Riccardo Iacona ha intervistato l’ex ufficiale del Mossad Udi Levi a proposito dei finanziamenti ricevuto dal Qatar ad Hamas, specie all’ala militare e tutto questo è avvenuto già da molti anni. Udi Leva è stato a capo di una speciale unità che si occupava del finanziamento del terrorismo: ha ricostruito tutti i flussi finanziari dal Qatar che hanno reso Hamas così forte, così tanto da cacciar via nel 2007 i palestinesi della ANP con una campagna militare brutale. I soldi del Qatar hanno reso Hamas un esercito armato fino ai denti.
Le prime persone che hanno raccontato questi flussi di finanziamenti a Udi Levi sono stati proprio i palestinesi, non l’intelligence israeliana, ma quelli della Anp: “sono venuti da me e mi hanno detto, state dando soldi ai terroristi” e questo avveniva sotto gli occhi del governo. Di tutto questo il primo ministro Netanyahu era consapevole: “gli ho detto molte volte [a Netanyahu] che questo era un gravissimo errore, Netanyahu ha comunque una enorme responsabilità politica perché ha permesso al Qatar di finanziare Hamas per più di 10 anni, anche se noi del Mossad eravamo contrari. E alla fine è questo che ha portato al 7 ottobre, noi abbiamo nutrito questo mostro con così tanti soldi che loro ci hanno attaccato”.
Viene in mente la storia dei finanziamenti americani ai mujaheddin in Afghanistan in funzione anti sovietica.
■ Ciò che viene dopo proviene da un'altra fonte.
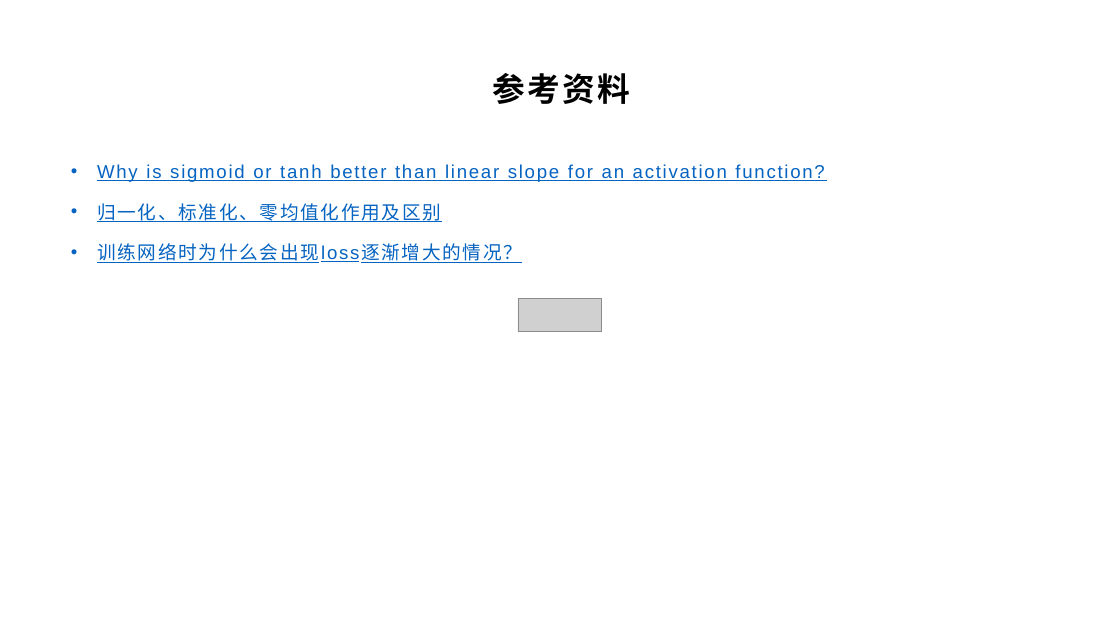
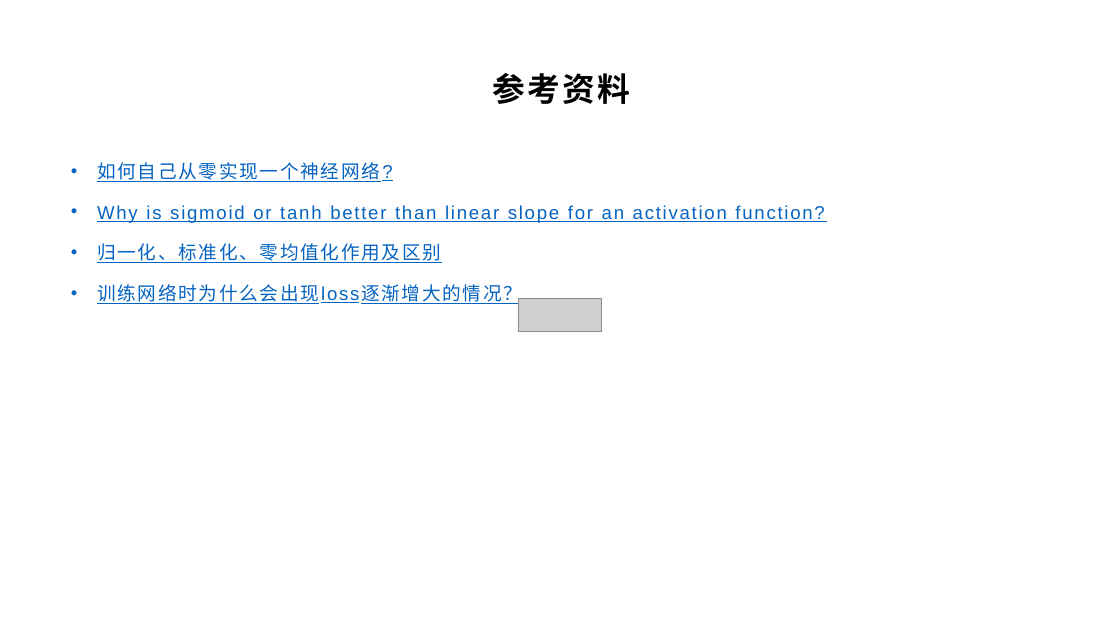
Before and after one commit to yyc-git/DeepLearningEdu, a slide deck: slide 17 of lessons/2_gender_analyze/ppt/“判断性别”Demo需求分析和初步设计（下2）.pptx (slide 18 before the commit). Drawn at 1120x630 pixels with LibreOffice and Linux fonts; fonts in the diff are those of the drawing; grey boxes stand for pictures; background and template pictures are left out. Boxes give left, top, right and bottom in pixels: in the first picture for what was removed or moved away, otherwise in the second. Text is boxed around its words. In the diff, an @@ line names an element or a change of style, - is before the commit and + after.

```diff
--- a/lessons/2_gender_analyze/ppt/“判断性别”Demo需求分析和初步设计（下2）.pptx
+++ b/lessons/2_gender_analyze/ppt/“判断性别”Demo需求分析和初步设计（下2）.pptx
@@ text at <box>97,162,380,182</box>: paragraph added @@
+• 如何自己从零实现一个神经网络?
```
Also in this commit, not shown: 8 other slides changed, 1 slide removed, 11 other files.

Fondamentalismi islamici da cui è nata poi Al Qaeda. Fino al’11 settembre.
Su Domani trovate un’anticipazione del servizio dove si parla dell’attacco di Stati Uniti e Israele ai giudici della corte penale internazionale, colpevole di aver accusato di genocidio Israele.
L’ultima giudice ad essere attaccata è la peruviana Luz del Carmen Ibáñez Carranza: “sia io che la mia famiglia siamo stati colpiti nelle questioni finanziarie, non abbiamo carte di credito, non posso ordinare un pasto online non possiamo usare western union per inviare soldi nei nostri paesi, non possiamo movimentare alcun conto in dollari”.
La censura colpisce chiunque abbia collaborato con la CPI, come la relatrice dell’Onu Francesca Albanese: i suoi beni sono stati congelati, le è stato impedito di fare qualsiasi transazione finanziaria perché nel sistema internazionale vige la legge americana. Per proteggere lei e gli altri cittadini europei sottoposti a queste sanzioni bisognerebbe attivare un provvedimento chiamato Blocking statute che protegge i cittadini e le istituzioni europee dagli attacchi di sanzioni americane. Ma al momento né l’Europa né lo stato italiano si stanno muovendo.